◆ Task description: Would you please report how many lines of the listing contain "commit"? Reply with that number only.

◆ Extracted data:
- - - - -

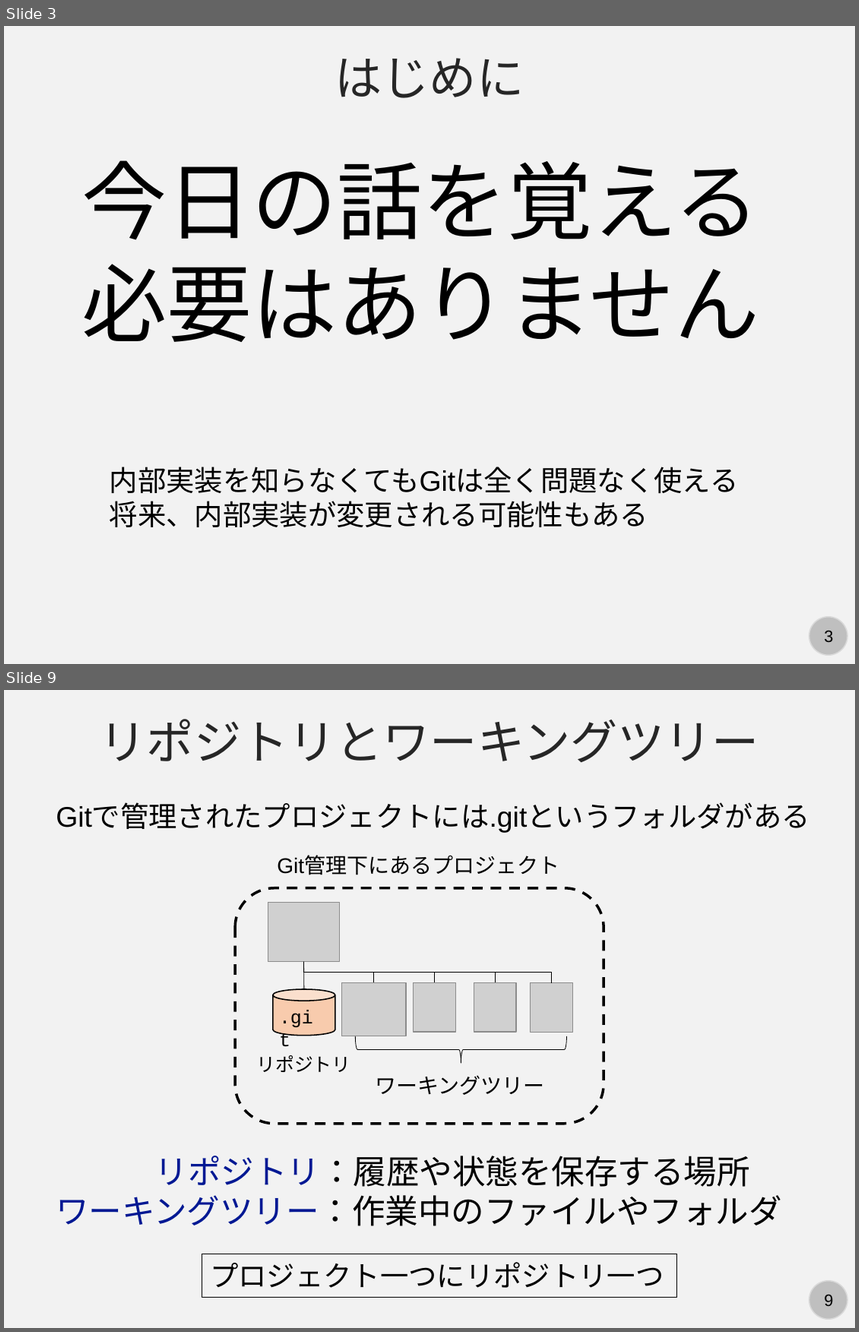
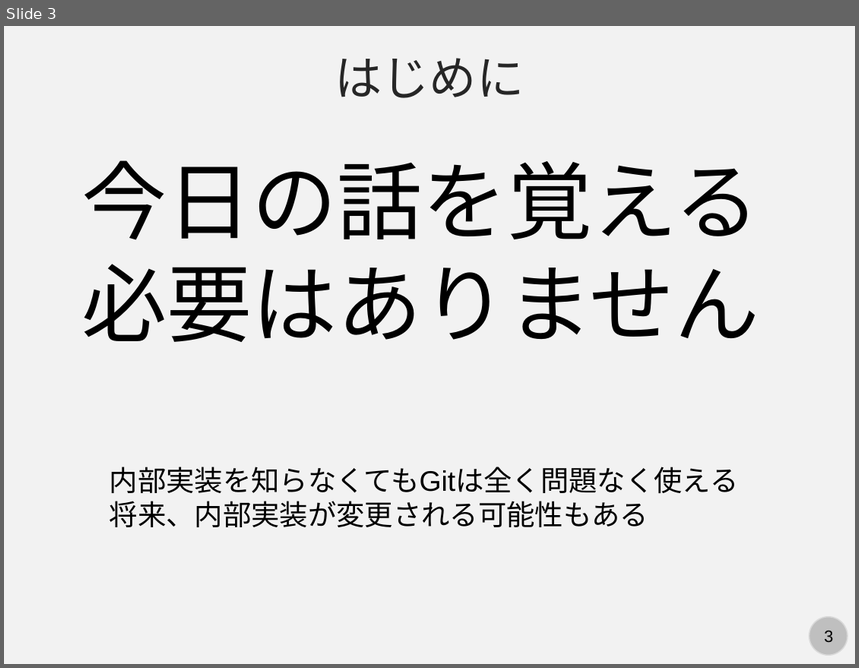
Before and after one commit to kaityo256/github, a slide deck: internals/fig/slide.pptx. Shown one above the other, each under a label of ours: slides 3 and 9 before the commit, slide 3 after it; the slides between them are not shown. The pictures are 859x1332 and 859x668 pixels, drawn with LibreOffice and Linux fonts; fonts in the diff are those of the drawing; grey boxes stand for pictures. Boxes give left, top, right and bottom in pixels: in the first picture for what was removed or moved away, otherwise in the second. Text is boxed around its words. In the diff, an @@ line names an element or a change of style, - is before the commit and + after.

```diff
--- a/internals/fig/slide.pptx
+++ b/internals/fig/slide.pptx
@@ slide 9 removed at box(4, 690, 855, 1328), background #F2F2F2; not listed: 2 template elements that a slide beside it also shows @@
@@ text removed at box(100, 719, 759, 762) @@
-リポジトリとワーキングツリー
@@ text removed at box(56, 805, 810, 833) @@
-Gitで管理されたプロジェクトには.gitというフォルダがある
@@ text removed at box(277, 856, 560, 875) @@
-Git管理下にあるプロジェクト
@@ rounded rectangle removed at box(236, 888, 604, 1124) @@
@@ picture removed at box(268, 902, 339, 961) @@
@@ line removed from (303, 961) to (304, 989) @@
@@ elbow line removed from (303, 961) to (374, 983) @@
@@ elbow line removed from (303, 961) to (435, 983) @@
@@ elbow line removed from (303, 961) to (495, 983) @@
@@ elbow line removed from (303, 961) to (552, 983) @@
@@ picture removed at box(342, 983, 406, 1037) @@
@@ picture removed at box(414, 983, 456, 1032) @@
@@ picture removed at box(474, 983, 516, 1032) @@
@@ picture removed at box(531, 983, 573, 1032) @@
@@ text removed at box(271, 1001, 329, 1032) @@
-.git
@@ cylinder removed at box(273, 989, 335, 1036) @@
@@ left brace removed at box(355, 1037, 566, 1063) @@
@@ text removed at box(256, 1056, 351, 1072) @@
-リポジトリ
@@ text removed at box(375, 1075, 544, 1095) @@
-ワーキングツリー
@@ text removed at box(56, 1156, 782, 1227) @@
-リポジトリ：履歴や状態を保存する場所
-ワーキングツリー：作業中のファイルやフォルダ
@@ rectangle removed at box(202, 1255, 677, 1297) @@
-プロジェクト一つにリポジトリ一つ
```
Also in this commit, not shown: 1 slide changed, 9 slides added, 35 other slides removed.

- - - - -

◆ Answer to this exercise: 2